So, in the fall of 2016…….

……while working on my first round of notes from my editor, I had the conscious thought that Novel Now Finished would be a life changer.  At the time, I thought it would center around picking up a book contract from a publisher (and it may well do).

Working on edits.

However, as I’m working on incorporating changes based on my editor’s note, I’ve been slowly coming around to the idea that there is a deeper meaning to my original thought.

One of my editor’s most constant notes to me is about giving my Narrator more agency in her own story.  To have her make smarter choices and decisions, to have a more active role in the events that surround her.  To not rely on someone else to get her out of a situation or give up her identity in the process.  In essence, I was being asked to give her the opportunity to own her life and see what happens.
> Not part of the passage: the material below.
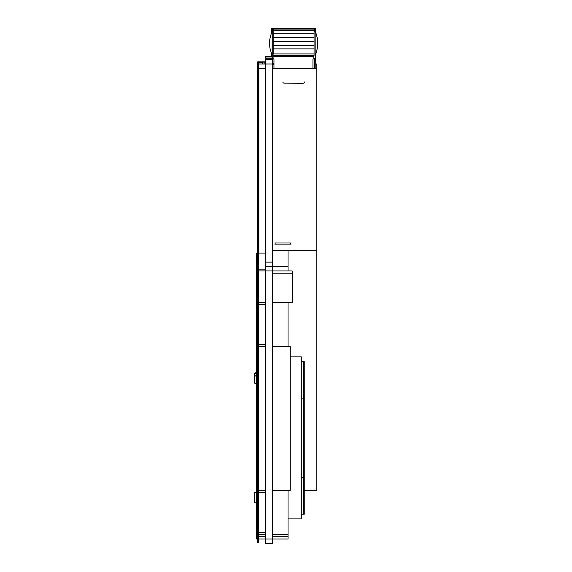 <?xml version="1.0" encoding="UTF-8"?>
<svg xmlns="http://www.w3.org/2000/svg" width="572" height="572" viewBox="0 0 572 572"><rect width="100%" height="100%" fill="white"/><g stroke="black" fill="none" stroke-linecap="round" stroke-linejoin="round"><path stroke-width="0.86" d="M272.558 346.589L290.247 346.589L290.247 490.326L272.558 490.326M264.15 63.978L264.15 62.126L265.479 62.126L265.479 266.538L272.558 266.538L265.479 266.538L265.479 543.4L265.479 59.559L272.558 59.559L272.558 270.964L292.235 270.964L292.235 302.366L272.558 302.366M304.24 490.326L316.781 490.326L316.781 250.307L272.558 250.307L288.038 250.307L288.038 270.964M316.781 63.978L315.151 63.978L316.781 63.978L316.781 250.307M273.881 63.978L273.931 63.978A0.443 0.443 0 0 0 273.488 63.542L273.223 63.542A0.443 0.443 0 0 1 272.78 63.099L272.78 58.787L272.78 63.764L273.866 63.764L273.881 64.2L272.78 64.2L272.78 63.764M290.247 356.871L301.301 356.871L301.301 518.904L288.038 518.904M272.601 63.978L272.737 534.555L272.601 538.974L258.537 538.974L265.479 538.974L258.537 538.974L258.537 270.964L272.558 270.964L272.558 538.974L288.038 538.974L272.558 538.974L288.038 538.974L272.558 538.974L272.558 543.4L265.479 543.4M272.558 534.555L288.038 534.555L288.038 538.974M288.038 490.326L288.038 534.555M288.038 302.366L288.038 346.589M265.479 61.104L258.844 61.104L258.844 63.978L262.384 63.978L262.384 62.126L264.15 62.126M265.479 59.559L265.479 63.978L258.844 63.978L258.844 253.089L265.479 253.089L258.537 253.089M257.429 253.089L256.635 253.089L256.635 270.964L257.429 270.964L257.429 215.229L258.537 215.229L258.537 211.69L257.429 211.69L257.429 215.229M258.537 346.589L265.479 346.589L265.479 302.366L258.537 302.366M257.429 302.366L256.635 302.366L256.635 270.964M257.429 346.589L256.635 346.589L256.635 302.366M258.537 534.555L265.479 534.555L265.479 490.326L258.537 490.326M257.429 490.326L256.635 490.326L256.635 346.589M257.429 534.555L256.635 534.555L256.635 490.326M258.537 215.229L258.537 270.964L257.429 270.964L257.429 538.974L256.635 538.974L258.537 538.974L258.537 542.513L257.429 542.513L257.429 538.974L256.635 538.974L256.635 534.555M265.479 56.685L265.479 58.008L265.479 56.685L272.2 56.685M271.221 33.762L270.156 37.738L271.221 33.762A13.27 13.27 0 0 0 271.671 30.323L271.671 28.6L272.644 28.6L272.644 31.16L273.087 31.16L272.2 31.16L272.022 56.506A1.33 1.33 0 0 1 271.671 56.485L271.636 55.119A3.983 3.983 0 0 0 271.5 53.904A3.983 3.983 0 0 1 271.636 55.119L271.671 56.485A1.33 1.33 0 0 0 272.022 56.506L272.2 55.169M315.151 68.404L315.336 56.514A1.33 1.33 0 0 0 315.665 56.485L315.715 55.119A3.983 3.983 0 0 1 315.851 53.904L317.195 48.87A13.714 13.714 0 0 0 317.667 45.324L317.667 41.291A13.714 13.714 0 0 0 317.195 37.738L316.13 33.762L317.195 37.738M316.13 33.762A13.27 13.27 0 0 1 315.68 30.323L315.68 29.079A0.479 0.479 0 0 0 315.201 28.6L315.186 28.6A0.479 0.479 0 0 0 314.707 29.079L314.557 31.267M273.974 68.404L273.974 59.674A0.887 0.887 0 0 0 273.087 58.787L272.2 58.787L272.2 56.499M269.684 45.324L269.684 41.291L269.684 45.324A13.714 13.714 0 0 0 270.156 48.87L271.5 53.904M314.078 30.323L314.078 28.6L273.18 28.6L273.18 37.738L314.078 37.738L314.078 30.323L273.18 30.323M314.757 31.288L315.151 30.759L314.707 30.759M315.151 30.759L313.821 30.759M315.851 53.904L317.195 48.87M272.78 28.6L272.78 31.253L272.78 28.6L314.571 28.6L314.614 31.224M314.571 58.787L314.571 68.404M314.707 68.404L314.707 58.787M312.934 68.404L312.934 59.674A0.887 0.887 0 0 1 313.821 58.787L315.151 58.787L315.715 55.119M273.18 31.095A0.887 0.887 0 0 1 273.087 31.16L272.2 31.16L272.2 29.615L272.644 29.615M274.503 56.435A1.33 1.301 180 0 1 273.33 55.741L273.18 55.191A1.33 1.33 0 0 0 274.503 56.514A1.33 1.323 -0 0 1 273.18 55.191A1.33 1.301 180 0 0 274.503 56.485L312.748 56.514A1.33 1.323 180 0 0 314.078 55.191A1.33 1.301 180 0 1 312.748 56.485L312.748 56.514A1.33 1.33 0 0 0 314.078 55.191L313.921 55.741A1.33 1.301 180 0 1 312.748 56.435M282.84 81.989A1.33 1.173 -0 0 0 284.17 83.14L303.181 83.348M314.078 48.87L273.18 48.87L273.18 53.904L314.078 53.904L314.078 37.738M314.078 53.904L314.078 55.119M273.18 48.87L273.18 45.324L314.078 45.324M314.078 41.291L273.18 41.291L273.18 45.324M273.18 41.291L273.18 37.738M317.667 45.324L317.667 41.291M273.881 64.2L273.881 64.643L272.78 64.643L272.78 64.2M274.767 242.993L290.512 242.993L290.512 244.094L275.876 244.094L275.876 242.993M291.134 242.993L290.512 242.993M274.767 244.094L275.876 244.094M272.2 59.559L272.2 31.16L272.644 31.16M291.134 244.094L290.512 244.094M272.644 68.404L272.644 58.787M269.684 41.291A13.714 13.714 0 0 1 270.156 37.738M315.68 30.323L315.68 29.079M314.707 29.615L315.151 29.615L315.151 55.963M304.511 81.989A1.33 1.173 180 0 1 303.181 83.14M258.537 65.444L258.537 61.905L257.429 61.905L257.429 65.444L258.537 65.444L258.537 211.69L257.429 211.69L257.429 65.444M258.537 542.513L257.429 542.513M258.537 267.424L257.429 267.424M301.301 361.597L303.796 361.597L303.796 477.692L304.24 477.692L304.24 398.083L304.24 477.692L304.24 398.083L301.301 398.083M304.24 398.083L304.24 361.597L304.24 398.083L304.24 361.597L303.796 361.597M301.301 477.692L303.796 477.692L303.796 514.178L304.24 514.178L304.24 477.692M303.796 514.178L301.301 514.178M254.333 380.623L254.333 381.839M256.635 376.333L254.697 375.447L254.604 374.195L254.604 373.201L256.635 372.351L254.333 373.609L254.604 383.161L254.604 375.525L256.635 376.54M256.635 372.737L254.333 374.524L256.635 372.873M256.635 503.081L254.604 502.559A0.443 0.436 -0 0 0 254.697 502.588L254.604 492.828L256.635 492.692M254.862 492.549L254.683 492.606A0.443 0.436 180 0 0 254.333 493.035L254.333 493.221A0.443 0.422 -0 0 1 254.604 492.828L256.635 492.084M254.697 492.599L254.604 492.628A0.443 0.443 0 0 0 254.333 493.035L254.333 501.98M272.601 273.173L292.235 273.173M272.601 68.404L316.781 68.404M272.601 536.765L288.038 536.765M272.601 266.538L288.038 266.538M262.384 62.434L258.844 62.434M262.384 62.655L258.844 62.655M265.479 68.404L258.844 68.404M265.479 269.19L258.537 269.19M257.429 269.19L256.635 269.19M265.479 536.765L258.537 536.765M257.429 536.765L256.635 536.765M265.479 262.119L272.558 262.119M265.479 63.978L272.558 63.978M265.479 58.23L272.2 58.23M265.479 58.008L272.2 58.008M314.078 29.079L273.18 29.079M315.665 56.485L315.151 55.177M272.2 29.773L272.644 29.773M273.18 33.762L314.078 33.762M315.151 59.674L314.707 59.674M313.921 55.741L273.33 55.741M313.821 58.787L313.821 55.97M273.087 58.787L273.087 31.16M315.151 29.773L314.707 29.773M257.429 208.151L258.537 208.151M258.537 263.885L257.429 263.885M254.862 502.638L254.64 502.573A0.443 0.443 0 0 1 254.333 502.152A0.443 0.443 180 0 0 254.604 502.559M256.635 492.614L254.697 492.792A0.443 0.436 -0 0 0 254.333 493.221M312.748 56.514L274.503 56.514M258.537 532.346L265.415 532.346M258.537 492.542L265.415 492.542M258.537 344.38L265.415 344.38M258.537 304.576L265.415 304.576M254.333 382.754L256.635 384.012M254.604 373.201L254.333 373.609M254.333 493.035A0.443 0.443 0 0 1 254.64 492.614L256.635 492.077"/></g></svg>
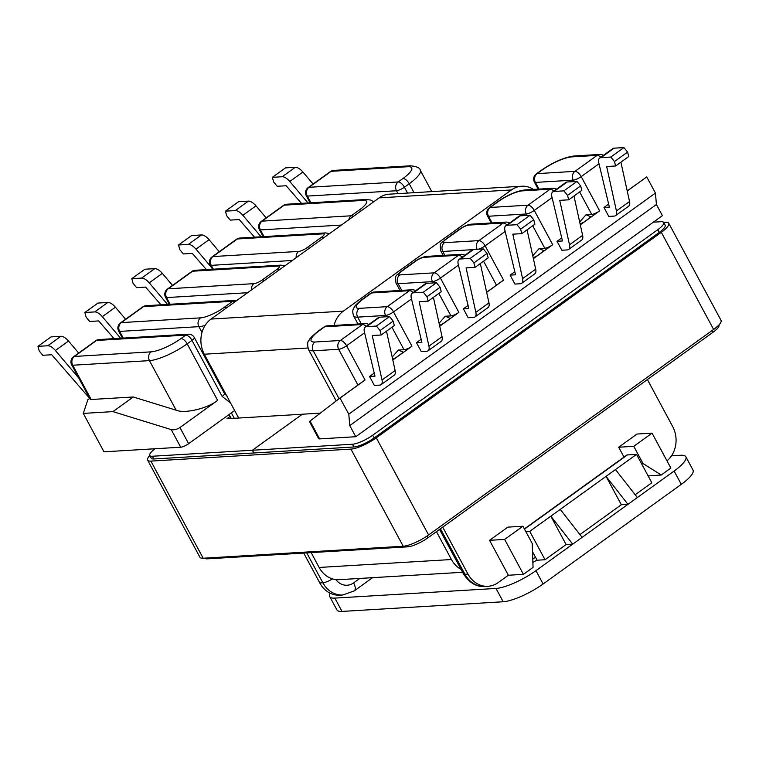 <?xml version="1.0" encoding="UTF-8"?>
<svg xmlns="http://www.w3.org/2000/svg" width="759" height="759" viewBox="0 0 759 759"><rect width="100%" height="100%" fill="white"/><g stroke="black" fill="none" stroke-linecap="round" stroke-linejoin="round"><path stroke-width="1.14" d="M83.291 413.408L103.974 451.823L180.718 447.212L171.23 429.603L112.93 411.625L83.291 413.408L87.864 399.699L89.714 398.371A10.484 4.782 -125.8 0 1 88.955 397.555L51.745 354.757L42.77 355.288L39.231 351L37.95 346.341L47.789 345.753L60.9 336.294A10.484 4.782 54.2 0 1 68.49 341.038L55.379 350.497L78.803 378.105M365.24 327.072L378.361 317.623A10.484 4.782 54.2 0 1 379.671 317.177L366.559 326.636A10.484 4.782 -125.8 0 0 365.24 327.072A10.484 4.782 -125.8 0 0 364.396 331.958L374.965 376.151L369.538 376.473L374.358 385.42L379.794 385.098A10.484 4.782 -125.8 0 0 381.113 384.652A10.484 4.782 -125.8 0 0 382.014 379.984L372.242 335.535L381.217 334.994L380.06 330.554L376.398 326.047L366.559 326.636M381.217 334.994L394.329 325.535L393.171 321.104L389.509 316.588L379.671 317.177M382.014 379.984L395.126 370.525L386.483 331.199M395.126 370.525A10.484 4.782 54.2 0 1 394.225 375.202L381.113 384.652M412.165 293.249L425.277 283.79A10.484 4.782 54.2 0 1 426.596 283.354L413.475 292.803A10.484 4.782 -125.8 0 0 412.165 293.249A10.484 4.782 -125.8 0 0 411.312 298.135L421.89 342.318L416.463 342.651L421.283 351.597L426.719 351.265A10.484 4.782 -125.8 0 0 428.029 350.829A10.484 4.782 -125.8 0 0 428.93 346.151L442.051 336.692L433.398 297.367M436.434 282.756L423.313 292.215L426.975 296.731L428.133 301.162L441.254 291.712L440.087 287.272L436.434 282.756L426.596 283.354M442.051 336.692A10.484 4.782 54.2 0 1 441.15 341.37L428.029 350.829M423.313 292.215L413.475 292.803M428.133 301.162L419.158 301.702L428.93 346.151M459.081 259.417L472.202 249.958A10.484 4.782 54.2 0 1 473.512 249.521L460.4 258.98A10.484 4.782 -125.8 0 0 459.081 259.417A10.484 4.782 -125.8 0 0 458.227 264.303L468.806 308.496L463.379 308.818L468.199 317.765L473.635 317.442A10.484 4.782 -125.8 0 0 474.954 316.996A10.484 4.782 -125.8 0 0 475.855 312.328L488.967 302.869L480.324 263.544M483.35 248.933L470.238 258.383L473.891 262.899L475.058 267.339L488.17 257.88L487.012 253.44L483.35 248.933L473.512 249.521M488.967 302.869A10.484 4.782 54.2 0 1 488.065 307.547L474.954 316.996M470.238 258.383L460.4 258.98M475.058 267.339L466.083 267.87L475.855 312.328M389.509 316.588L376.398 326.047M468.075 305.431L463.379 308.818M421.16 339.264L416.463 342.651M374.234 373.086L369.538 376.473M340.108 398.001L365.041 380.022A6.395 1.575 151.7 0 1 363.618 380.961L339.975 398.01L310.052 421.074L319.643 438.882L355.762 436.719L349.766 425.59L348.798 414.158L339.975 398.01M627.209 190.917L646.744 176.923L655.444 193.071L348.798 414.158M646.744 176.923L627.228 190.993M579.62 191.951L591.716 214.408A6.395 1.575 -28.3 0 0 599.638 210.879L580.312 224.816M532.704 225.774L544.791 248.24A6.395 1.575 -28.3 0 0 552.723 244.711L533.387 258.648M486.652 292.348L503.587 280.137L485.134 245.869L505.162 231.429M439.736 326.171L458.882 312.366A6.395 1.575 151.7 0 1 450.96 315.896L438.863 293.429M392.811 360.003L411.966 346.199A6.395 1.575 151.7 0 1 404.035 349.719L391.938 327.262M527.059 229.844L535.702 269.17L522.59 278.629A10.484 4.782 54.2 0 1 521.689 283.306A10.484 4.782 54.2 0 1 520.37 283.743L514.934 284.075L510.114 275.119L514.811 271.741M573.975 196.012L582.618 235.347L569.506 244.806A10.484 4.782 54.2 0 1 568.605 249.474A10.484 4.782 54.2 0 1 567.296 249.92L561.859 250.242L557.04 241.296L561.726 237.909M615.53 215.651L628.642 206.192A10.484 4.782 -125.8 0 0 629.543 201.514L616.431 210.974A10.484 4.782 54.2 0 1 615.53 215.651A10.484 4.782 54.2 0 1 614.211 216.087L608.775 216.419L603.955 207.463L608.652 204.086M372.565 577.675L354.254 590.881L342.84 594.98L339.804 595.17A25.578 21.878 -93.4 0 1 319.795 582.95L322.841 582.77L306.75 552.884M229.104 414.518L231.239 418.484M303.704 553.064L319.795 582.95M234.635 410.524L188.64 443.692A6.395 1.575 151.7 0 1 180.718 447.212M230.556 402.953L222.159 396.407L191.989 340.374L187.188 343.836L217.624 400.363L179.94 427.535L188.64 443.692M319.643 438.882A6.395 1.575 151.7 0 1 318.628 438.588L309.454 421.558L310.052 421.074M655.444 193.071L656.412 204.503L662.408 215.641L355.762 436.719M666.971 460.846A25.578 21.878 -93.4 0 0 672.654 426.501L647.399 379.576M440.457 528.776L464.935 574.24L467.98 574.06L442.715 527.144M467.98 574.06A25.578 21.878 86.6 0 0 487.99 586.28A25.578 21.878 86.6 0 0 498.208 582.57L508.369 575.246L523.454 574.345L533.055 567.419L532.22 543.472L522.932 526.234L504.65 539.421L523.454 574.345M522.932 526.234L507.847 527.135L489.564 540.323L508.369 575.246M623.993 457.079L618.689 447.231L636.972 434.044L652.057 433.142L670.861 468.066L661.25 474.992L643.053 463.569L641.526 463.654M489.564 540.323L504.65 539.421M648.148 475.95L661.25 474.992M535.474 557.191L532.771 559.136M648.423 475.76L647.617 474.963M392.166 357.053L398.361 350.06L404.035 349.719M398.361 350.06L403.323 352.223L396.312 357.385L392.64 359.197M439.091 323.23L445.286 316.237L450.96 315.896M445.286 316.237L450.248 318.391L443.237 323.562L439.556 325.364M486.633 292.272L502.164 281.077A6.395 1.575 -28.3 0 0 503.587 280.137M112.93 411.625L133.252 396.976L91.175 399.5A6.395 1.575 151.7 0 1 90.16 399.206L71.707 364.937A6.395 1.575 151.7 0 0 72.722 365.231L91.175 399.5M133.252 396.976L176.154 410.211L149.466 360.629L72.722 365.231A6.395 5.474 -93.4 0 1 74.401 356.445L151.145 351.844A24.051 5.939 -28.3 0 0 180.946 338.58L185.746 335.117L96.573 340.459L74.401 356.445A6.395 2.913 54.2 0 0 73.604 356.711A6.395 6.395 0 0 0 71.707 364.937M171.23 429.603C173.991 430.154 176.894 429.461 179.94 427.535M217.624 400.363C207.624 408.475 184.817 413.892 176.154 410.211M656.412 204.503L349.766 425.59M487.012 253.44L473.891 262.899M440.087 287.272L426.975 296.731M393.171 321.104L380.06 330.554M37.95 346.341L51.062 336.882L60.9 336.294M78.68 353.049L68.49 341.038M55.379 350.497A10.484 4.782 -125.8 0 0 47.789 345.753M114.068 338.637L98.661 320.924L89.685 321.465L86.146 317.167L84.866 312.509L97.987 303.059L107.825 302.471A10.484 4.782 54.2 0 1 115.415 307.205L102.294 316.664L120.605 338.248M125.605 319.226L115.415 307.205M102.294 316.664A10.484 4.782 -125.8 0 0 94.704 311.921L107.825 302.471M84.866 312.509L94.704 311.921M160.984 304.814L145.586 287.092L136.611 287.633L133.072 283.344L131.791 278.686L144.903 269.227L154.741 268.639A10.484 4.782 54.2 0 1 162.331 273.382L149.219 282.832L167.53 304.416M172.521 285.393L162.331 273.382M149.219 282.832A10.484 4.782 -125.8 0 0 141.629 278.098L154.741 268.639M131.791 278.686L141.629 278.098M222.159 396.407A6.395 1.575 -28.3 0 0 224.484 393.57L194.313 337.537A6.395 1.575 151.7 0 1 191.989 340.374A6.395 2.913 54.2 0 0 185.746 335.117A6.395 5.474 -93.4 0 1 188.298 334.188L99.125 339.539A6.395 6.395 0 0 0 95.767 340.734A6.395 2.913 54.2 0 1 96.573 340.459A6.395 5.474 -93.4 0 1 99.125 339.539M616.431 210.974L606.659 166.525L615.634 165.984L628.746 156.525L627.589 152.094L623.926 147.578L614.088 148.166A10.484 4.782 -125.8 0 0 612.779 148.612L599.657 158.071A10.484 4.782 54.2 0 0 598.804 162.948L609.382 207.141L603.955 207.463M615.634 165.984L614.467 161.544L610.815 157.037L600.976 157.625L614.088 148.166M599.657 158.071A10.484 4.782 54.2 0 1 600.976 157.625M629.543 201.514L620.9 162.189M569.506 244.806L559.734 200.348L568.709 199.816L567.552 195.376L563.89 190.86L577.011 181.41L567.172 181.999A10.484 4.782 -125.8 0 0 565.853 182.435L552.742 191.894A10.484 4.782 54.2 0 0 551.888 196.78L562.466 240.973L557.04 241.296M563.89 190.86L554.051 191.458L567.172 181.999M552.742 191.894A10.484 4.782 54.2 0 1 554.051 191.458M577.011 181.41L580.663 185.917L581.83 190.357L568.709 199.816M568.605 249.474L581.726 240.024A10.484 4.782 -125.8 0 0 582.618 235.347M522.59 278.629L512.818 234.18L521.794 233.639L520.627 229.209L516.974 224.692L530.086 215.233L520.247 215.822A10.484 4.782 -125.8 0 0 518.938 216.268L505.817 225.727A10.484 4.782 54.2 0 0 504.963 230.613L515.541 274.796L510.114 275.119M516.974 224.692L507.135 225.281L520.247 215.822M505.817 225.727A10.484 4.782 54.2 0 1 507.135 225.281M530.086 215.233L533.748 219.749L534.905 224.19L521.794 233.639M521.689 283.306L534.801 273.847A10.484 4.782 -125.8 0 0 535.702 269.17M610.815 157.037L623.926 147.578M618.689 447.231L633.765 446.32L652.057 433.142M633.765 446.32L643.053 463.569M591.716 214.408L586.043 214.75L579.677 221.941M580.113 223.952L583.994 222.074L591.005 216.913L586.043 214.75M544.791 248.24L539.118 248.582L532.752 255.764M533.197 257.775L537.068 255.906L544.089 250.736L539.118 248.582M520.627 229.209L533.748 219.749M567.552 195.376L580.663 185.917M614.467 161.544L627.589 152.094M301.456 203.346L286.162 185.746L277.187 186.287L273.638 181.989L272.367 177.331L282.206 176.743A10.484 4.782 54.2 0 1 289.796 181.486L302.907 172.027L313.097 184.039M308.002 202.957L289.796 181.486M272.367 177.331L285.479 167.881L295.317 167.284L282.206 176.743M302.907 172.027A10.484 4.782 -125.8 0 0 295.317 167.284M254.54 237.169L239.237 219.569L230.262 220.11L226.723 215.822L225.442 211.163L235.281 210.575A10.484 4.782 54.2 0 1 242.871 215.309L255.992 205.86L266.181 217.871M261.087 236.78L242.871 215.309M225.442 211.163L238.563 201.704L248.402 201.116L235.281 210.575M255.992 205.86A10.484 4.782 -125.8 0 0 248.402 201.116M206.41 269.606L192.321 253.402L183.346 253.942L179.807 249.645L178.526 244.986L188.365 244.398A10.484 4.782 54.2 0 1 195.955 249.142L209.067 239.683L219.256 251.703M211.657 267.652L195.955 249.142M178.526 244.986L191.638 235.537L201.477 234.948L188.365 244.398M209.067 239.683A10.484 4.782 -125.8 0 0 201.477 234.948M462.62 572.277L339.14 579.677A25.578 21.878 -93.4 0 1 319.141 567.457L311.152 552.618M461.064 569.392A25.578 21.878 -93.4 0 1 451.444 559.525L436.444 531.67M238.687 418.038L204.313 354.216A25.578 21.878 -93.4 0 1 211.04 319.065L379.139 197.871A25.578 21.878 -93.4 0 1 389.358 194.162L521.67 186.23A25.578 21.878 -93.4 0 1 533.492 189.427M334.055 325.45A25.578 21.878 -93.4 0 1 343.343 311.133L511.443 189.94A25.578 21.878 -93.4 0 1 521.67 186.23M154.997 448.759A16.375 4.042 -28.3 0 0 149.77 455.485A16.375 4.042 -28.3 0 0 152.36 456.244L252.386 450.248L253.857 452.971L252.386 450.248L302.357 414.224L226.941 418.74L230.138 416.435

Whether it’s moving home (Secrets & Howls), dealing with trauma (The Pike Horse) or even being open to true love (Much Ado Over Murder), I’ve noticed that I’m often working on stories that reflect what has happened or is currently occurring in my own life.  I often won’t recognize these elements until much later, but I’m not surprised that Novel Now Finished is following this trend.

I’ve described Novel Now Finished as being about a woman who comes out of the shadows and not only reclaims her power, but embraces it.

Guess what’s going on in my own life, right this minute?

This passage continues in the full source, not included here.